There is a square board with two nails in corner A and B. We apply a torque $M$ to the square board. Nail A can move freely on a track only in the $x$ direction and B only in the $y$ direction. The question is to calculate the normal forces from the tracks to the nails. My problem is that I can't seem to find a way to calculate mathematically the accelerations in points A and B. The solution just gives them as stated below like it is something obvious, (but it isn't for me):

$\textbf{a}_A = l \alpha \textbf{e}_x$

$\textbf{a}_B = l \alpha \textbf{e}_y$

where $\alpha$ is the angular acceleration of the board.

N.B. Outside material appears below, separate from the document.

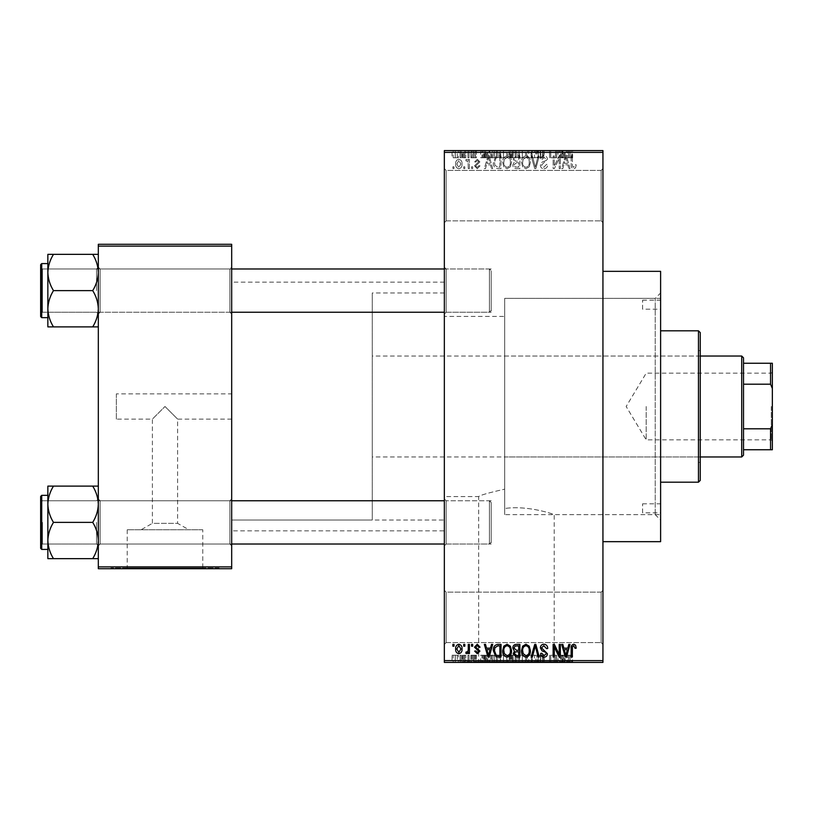 <?xml version="1.0" encoding="UTF-8"?>
<svg xmlns="http://www.w3.org/2000/svg" width="813" height="813" viewBox="0 0 813 813"><rect width="100%" height="100%" fill="white"/><g stroke="black" fill="none" stroke-linecap="round" stroke-linejoin="round"><path stroke-width="0.61" stroke-dasharray="4.07 3.05" d="M601.142 592.128L602.941 590.329L602.941 644.394L602.941 590.329L602.941 644.394L602.941 590.329L601.142 592.128L601.142 642.595L602.941 644.394L601.142 642.595L601.142 592.128L601.142 642.595L601.142 592.128L446.144 592.128L444.345 590.329L444.345 644.394L444.345 590.329L444.345 644.394L444.345 590.329L446.144 592.128L446.144 642.595L444.345 644.394L446.144 642.595L601.142 642.595L446.144 642.595L446.144 592.128L446.144 642.595L446.144 592.128L601.142 592.128M601.142 170.405L602.941 168.606L602.941 222.671L602.941 168.606L602.941 222.671L602.941 168.606L601.142 170.405L601.142 220.872L602.941 222.671L601.142 220.872L601.142 170.405L601.142 220.872L601.142 170.405L446.144 170.405L444.345 168.606L444.345 222.671L444.345 168.606L444.345 222.671L444.345 168.606L446.144 170.405L446.144 220.872L444.345 222.671L446.144 220.872L601.142 220.872L446.144 220.872L446.144 170.405L446.144 220.872L446.144 170.405L601.142 170.405M231.685 393.888L231.685 419.112L231.685 393.888L116.34 393.888L116.34 419.112L152.387 419.112L164.998 406.5L152.387 419.112L152.387 523.359L177.62 523.359L188.941 529.771L141.066 529.771L188.941 529.771M231.685 419.112L177.62 419.112L164.998 406.5L177.62 419.112L177.62 523.359L152.387 523.359L141.066 529.771M202.772 529.771L127.224 529.771L202.772 529.771L202.772 567.982L127.224 567.982L202.772 567.982M127.224 529.771L127.224 567.982M219.073 567.982L110.934 567.982L219.073 567.982L219.073 568.704L110.934 568.704L219.073 568.704M110.934 567.982L110.934 568.704M478.664 661.691L554.212 661.691L478.664 661.691L478.664 496.611C479.69 495.341 488.369 492.861 504.68 489.152C488.339 492.861 479.67 495.351 478.664 496.611L444.345 496.611L444.345 316.389L504.68 316.389L504.68 508.501L504.68 298.371L655.207 298.371L660.613 292.965L660.613 520.035L660.613 292.965M554.212 661.691L554.212 514.629C554.984 514.7 528.226 504.995 504.68 508.501C528.165 504.985 555.055 514.71 554.212 514.629L655.207 514.629L660.613 520.035M570.502 661.691L462.373 661.691L570.502 661.691L570.502 662.412L462.373 662.412L570.502 662.412M462.373 661.691L462.373 662.412M98.322 558.653L98.322 498.958L98.322 558.653L92.712 558.653C96.219 553.013 98.088 546.966 98.322 540.523C98.109 534.151 96.239 528.104 92.712 522.383C96.219 528.033 98.088 534.07 98.322 540.523C98.109 546.885 96.239 552.931 92.712 558.653L98.322 558.653L98.322 540.523L98.322 558.653L92.712 558.653C96.219 553.013 98.088 546.966 98.322 540.523L98.322 522.383L98.322 545.808L100.121 544.009L229.886 544.009L231.685 545.808L229.886 544.009L100.121 544.009L98.322 545.808L98.322 498.958L100.121 500.757L100.121 544.009L100.121 500.757L100.121 544.009L100.121 500.757L229.886 500.757L229.886 544.009L229.886 500.757L229.886 544.009L229.886 500.757L231.685 498.958L231.685 545.808L231.685 498.958L231.685 545.808L231.685 498.958L229.886 500.757L100.121 500.757L98.322 498.958L98.322 545.808L98.322 504.243C98.109 497.881 96.239 491.835 92.712 486.113L53.475 486.113C49.959 491.753 48.089 497.8 47.855 504.243C48.069 510.615 49.939 516.662 53.475 522.383C49.959 528.033 48.089 534.07 47.855 540.523C48.069 546.885 49.939 552.931 53.475 558.653L47.855 558.653L47.855 486.113L53.475 486.113C49.959 491.753 48.089 497.8 47.855 504.243L47.855 540.523C48.069 534.151 49.939 528.104 53.475 522.383C49.959 516.733 48.089 510.686 47.855 504.243C48.069 497.881 49.939 491.835 53.475 486.113L98.322 486.113L98.322 504.243L98.322 486.113L92.712 486.113C96.219 491.753 98.088 497.8 98.322 504.243L98.322 540.523C98.109 534.151 96.239 528.104 92.712 522.383C96.219 516.733 98.088 510.686 98.322 504.243C98.109 510.615 96.239 516.662 92.712 522.383L53.475 522.383C49.959 528.033 48.089 534.07 47.855 540.523C48.069 546.885 49.939 552.931 53.475 558.653C49.959 553.013 48.089 546.966 47.855 540.523L47.855 504.243C48.069 510.615 49.939 516.662 53.475 522.383L92.712 522.383C96.219 516.733 98.088 510.686 98.322 504.243C98.109 497.881 96.239 491.835 92.712 486.113L53.475 486.113M92.712 254.347C96.219 259.987 98.088 266.034 98.322 272.477C98.109 278.849 96.239 284.896 92.712 290.617C96.219 284.967 98.088 278.93 98.322 272.477L98.322 314.042L100.121 312.243L229.886 312.243L231.685 314.042L229.886 312.243L100.121 312.243L98.322 314.042L98.322 267.192L100.121 268.991L100.121 312.243L100.121 268.991L100.121 312.243L100.121 268.991L229.886 268.991L229.886 312.243L229.886 268.991L229.886 312.243L229.886 268.991L231.685 267.192L231.685 314.042L231.685 267.192L231.685 314.042L231.685 267.192L229.886 268.991L100.121 268.991L98.322 267.192L98.322 308.757C98.109 302.385 96.239 296.339 92.712 290.617L53.475 290.617C49.959 296.267 48.089 302.314 47.855 308.757L47.855 272.477C48.069 278.849 49.939 284.896 53.475 290.617C49.959 296.267 48.089 302.314 47.855 308.757C48.069 315.119 49.939 321.165 53.475 326.887L47.855 326.887L53.475 326.887C49.959 321.247 48.089 315.2 47.855 308.757L47.855 326.887L92.712 326.887C96.219 321.247 98.088 315.2 98.322 308.757L98.322 326.887L92.712 326.887C96.219 321.247 98.088 315.2 98.322 308.757L98.322 272.477C98.109 266.115 96.239 260.069 92.712 254.347L53.475 254.347C49.959 259.987 48.089 266.034 47.855 272.477L47.855 254.347L53.475 254.347C49.959 259.987 48.089 266.034 47.855 272.477C48.069 278.849 49.939 284.896 53.475 290.617C49.959 284.967 48.089 278.93 47.855 272.477C48.069 266.115 49.939 260.069 53.475 254.347L98.322 254.347L98.322 308.757C98.109 302.385 96.239 296.339 92.712 290.617C96.219 284.967 98.088 278.93 98.322 272.477L98.322 254.347L92.712 254.347L98.322 254.347L98.322 272.477C98.109 266.115 96.239 260.069 92.712 254.347L53.475 254.347M446.144 312.243L444.345 314.042L444.345 267.192L444.345 314.042L444.345 267.192L444.345 314.042L446.144 312.243L446.144 268.991L444.345 267.192L446.144 268.991L446.144 312.243L446.144 268.991L446.144 312.243L491.204 312.243L446.144 312.243M446.144 544.009L444.345 545.808L444.345 498.958L444.345 545.808L444.345 498.958L444.345 545.808L446.144 544.009L446.144 500.757L444.345 498.958L446.144 500.757L446.144 544.009L446.144 500.757L446.144 544.009L491.204 544.009L446.144 544.009M491.204 268.991L446.144 268.991L491.204 268.991L491.204 312.243L491.204 268.991M491.204 500.757L446.144 500.757L491.204 500.757L491.204 544.009L491.204 500.757M655.207 514.629L655.207 298.371L655.207 514.629M602.941 271.339L602.941 541.661L602.941 271.339M444.345 530.848L444.345 282.152L444.345 530.848L231.685 530.848L231.685 282.152L231.685 530.848M444.345 282.152L231.685 282.152M444.345 520.035L444.345 292.965L444.345 520.035L231.685 520.035L231.685 292.965L231.685 520.035L231.685 292.965L231.685 520.035L372.263 520.035L372.263 292.965L372.263 520.035M444.345 292.965L372.263 292.965M660.613 514.629L660.613 298.371L660.613 514.629L504.68 514.629L504.68 316.389M444.345 316.389L444.345 496.611M458.847 168.769C461.164 168.179 462.231 166.604 462.038 164.023C462.241 161.431 461.174 159.846 458.847 159.267C456.55 159.836 455.483 161.391 455.656 163.921C455.432 166.553 456.5 168.169 458.847 168.769C461.164 168.179 462.231 166.604 462.038 164.023C462.241 161.431 461.174 159.846 458.847 159.267C456.55 159.836 455.483 161.391 455.656 163.921C455.432 166.553 456.5 168.169 458.847 168.769M468.268 168.606L469.416 168.606L469.416 159.429L468.268 159.429L468.268 160.893L466.896 159.267L465.808 159.765L466.134 161.076L466.967 160.903L468.054 161.98L468.268 168.606L469.416 168.606L469.416 159.429L468.268 159.429L468.268 160.893L466.896 159.267L465.808 159.765L466.134 161.076L466.967 160.903L468.054 161.98L468.268 168.606M477.261 168.769L480.066 165.822L478.918 165.659L477.19 167.458L475.635 166.035L479.904 161.889L477.312 159.267L474.66 161.889L475.808 162.051L477.272 160.578L478.755 161.696L474.497 165.811L477.261 168.769L480.066 165.822L478.918 165.659L477.19 167.458L475.635 166.035L479.904 161.889L477.312 159.267L474.66 161.889L475.808 162.051L477.272 160.578L478.755 161.696L474.497 165.811L477.261 168.769M497.678 168.606L501.032 168.606L501.032 155.994L496.011 156.228L493.339 162.234C493.034 165.822 494.477 167.945 497.678 168.606L501.032 168.606L501.032 155.994L496.011 156.228L493.339 162.234C493.034 165.822 494.477 167.945 497.678 168.606M516.326 168.606L519.873 168.606L519.873 155.994L516.316 155.994L513.155 159.165L514.395 161.807L512.83 164.907C512.851 167.275 514.019 168.504 516.326 168.606L519.873 168.606L519.873 155.994L516.316 155.994L513.155 159.165L514.395 161.807L512.83 164.907C512.851 167.275 514.019 168.504 516.326 168.606M534.73 168.606L535.848 168.606L539.253 155.994L538.064 155.994L535.361 167.132L532.332 155.994L531.123 155.994L534.73 168.606L535.848 168.606L539.253 155.994L538.064 155.994L535.361 167.132L532.332 155.994L531.123 155.994L534.73 168.606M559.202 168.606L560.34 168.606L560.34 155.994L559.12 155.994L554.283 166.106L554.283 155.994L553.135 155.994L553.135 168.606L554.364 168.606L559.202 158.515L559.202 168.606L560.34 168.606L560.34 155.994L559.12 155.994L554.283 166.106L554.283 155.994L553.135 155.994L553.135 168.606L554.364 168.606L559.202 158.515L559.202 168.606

How can I see that from a formula?

Answer 1

First you need to figure out where the center of rotation is. Because of the contraints on A and B, the only point at which the tangent vectors are $\hat{e}_x$ and $\hat{e}_y$ is the upper left corner of the board. Since the distance to the center of rotation is then $l$ for A and B, by definition of angular acceleration, A and B accelerate with $\vec{a}_A = l \alpha \hat{e}_x$ and $\vec{a}_B = l \alpha \hat{e}_x$.

Now of course you still need to figure out $\alpha$, but I take it from your question that this part is clear to you.